De Madison à Djanet : ou la perpétuelle errance
« Je ne sais pas si tu es en moi ou si je suis en toi, ou si tu m'appartiens. Une chose est sûre, je ne veux pas te posséder ». Rien de cela ne me séduit. « Je pense que nous sommes tous les deux à l'intérieur d'un autre être que nous avons créé et qui s'appelle "nous".
« En fait, nous ne sommes pas vraiment à l'intérieur de cet être. Nous sommes cet être. Nous nous sommes tous les deux perdus et nous avons créé autre chose, quelque chose qui existe seulement comme une fusion de nous deux ».
« Bien que (nous ne soyons) plus jamais (re) parlé, revu ou rencontré, nous sommes restés liés l'un à l'autre aussi profondément que deux personnes peuvent l'être. Je ne peux pas trouver les mots pour l'exprimer avec justesse. C'est (le « Tassili » de Djanet) qui l'a le mieux formulé quand il m'a susurré que nous avions cessé d'être deux (personnes) distinctes pour devenir une troisième personne formée de nous deux. Ni (toi) ni moi n'avons plus désormais existé sans cette troisième personne. Et celle-ci a été condamnée à errer sans fin » dans le temps qui nous érode et l’immensité des « regs » calcinés qui s’expose à mes yeux.

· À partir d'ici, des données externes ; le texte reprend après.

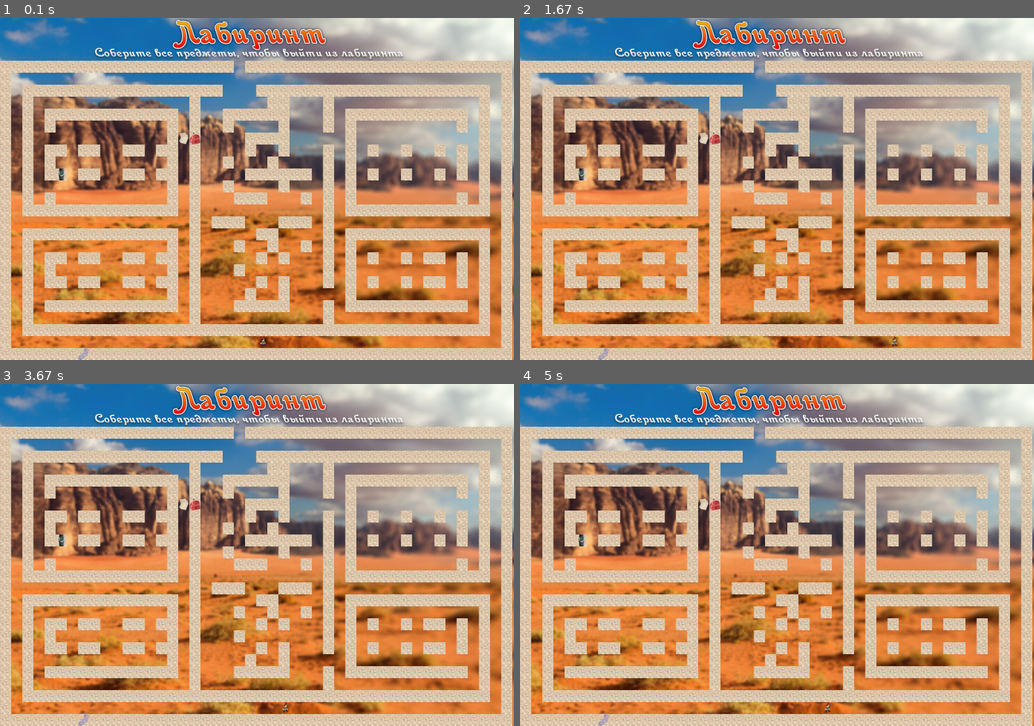
Above: before the commit, frames 1-4 (two rows, left to right).
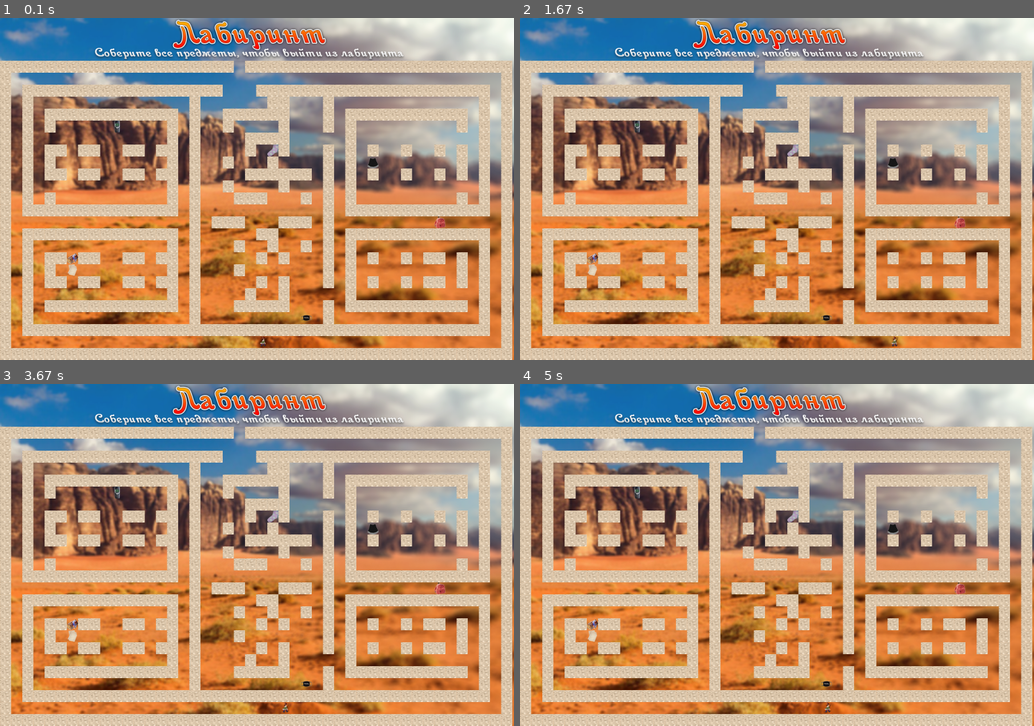
Above: after the commit, the same moments.

Repository: MariVermil/Pygame_project
Game: pygame game, started from labirint.py
Same seed, same stepped clock (60 frames per second), same inputs: the game is played once before the commit and once after it.
Inputs:
- Up to frame 1 (0.1 s): no input
- Up to frame 2 (1.67 s): hold Right 0.33-0.8 s; hold Right 1.17-1.63 s
- Up to frame 3 (3.67 s): hold Left 1.67-2.2 s; hold Left 2.57-2.97 s; hold Right from 3.4 s (still down)
- Up to frame 4 (5 s): release Right at 4.03 s; hold Left 4.47-4.93 s; hold Right from 4.97 s (still down)

The runs differ from the first frame. In frame 1, 0.5% of the frame differs, in the area x 11-87%, y 30-100%; in frame 2, 0.5%; in frame 3, 0.5%; in frame 4, 0.5%.

Commit message:
Предметы в нормальных местах

Diff:
--- a/labirint.py
+++ b/labirint.py
@@ -43,14 +43,13 @@
 
 class Coin(pg.sprite.Sprite):
     def __init__(self, x, y):
-        super().__init__()
+        super().__init__(coins_group)
         k = random.choice(used_coins)
+        print(k)
         self.image = load_image(f'coin{k}.png')
         del used_coins[used_coins.index(k)]
-        self.rect = self.image.get_rect()
-        self.rect.x = tile_width * x
-        self.rect.y = 100 + tile_height * y
-        print(x, y)
+        self.rect = self.image.get_rect().move(tile_width * y,
+                                               100 + tile_height * x)
 
 
 class Tile(pg.sprite.Sprite):
@@ -67,9 +66,10 @@
         levelmap = np.array([list(i) for i in [line.strip() for line in mapfile]])
         while len(coins_coord) < 7:
             k1 = random.randint(0, 24)
-            k2 = random.randint(0, 44)
-            if levelmap[k1][k2] == '.':
+            k2 = random.randint(0, 45)
+            if levelmap[k1, k2] == '.' and [k1, k2] not in coins_coord:
                 coins_coord.append([k1, k2])
+                print(k1, k2, levelmap[k1, k2])
     return levelmap

Mais dans le sillage de ce roman insolent de beauté, à tous les points de vue, et pour clore cette histoire pour le moins tragique, je redécouvre que, depuis la nuit des temps, nous étions la même âme que le temps a fragmenté et que ce dernier ressuscitera en poussière. Nous sommes ce grain de poussière qui n’aura de cesser de s’élever, inexorablement, emporté par les vents, les eaux et les saisons pour habiter les étoiles. C’est notre origine et notre essence, notre genèse et notre destinée.
Je trouve et je retrouve mon bonheur dans cet état de solitude intégral qui, de quelques éphémères et fragmentaires rencontres dans un passé si présent, m’offre ce don souverain qu’est l’Éternité car maintenant, je m’en rends compte, notre Histoire et notre rencontre participent de cette grande fresque et de la grande symphonie du ciel que je retrouve, ici, sculptées sur la les falaises du « Tassili N’Ajjer.
Djanet le 7 décembre 2021. Ressentis à partir du roman de Robert James Waller, « Sur la route de Madison ».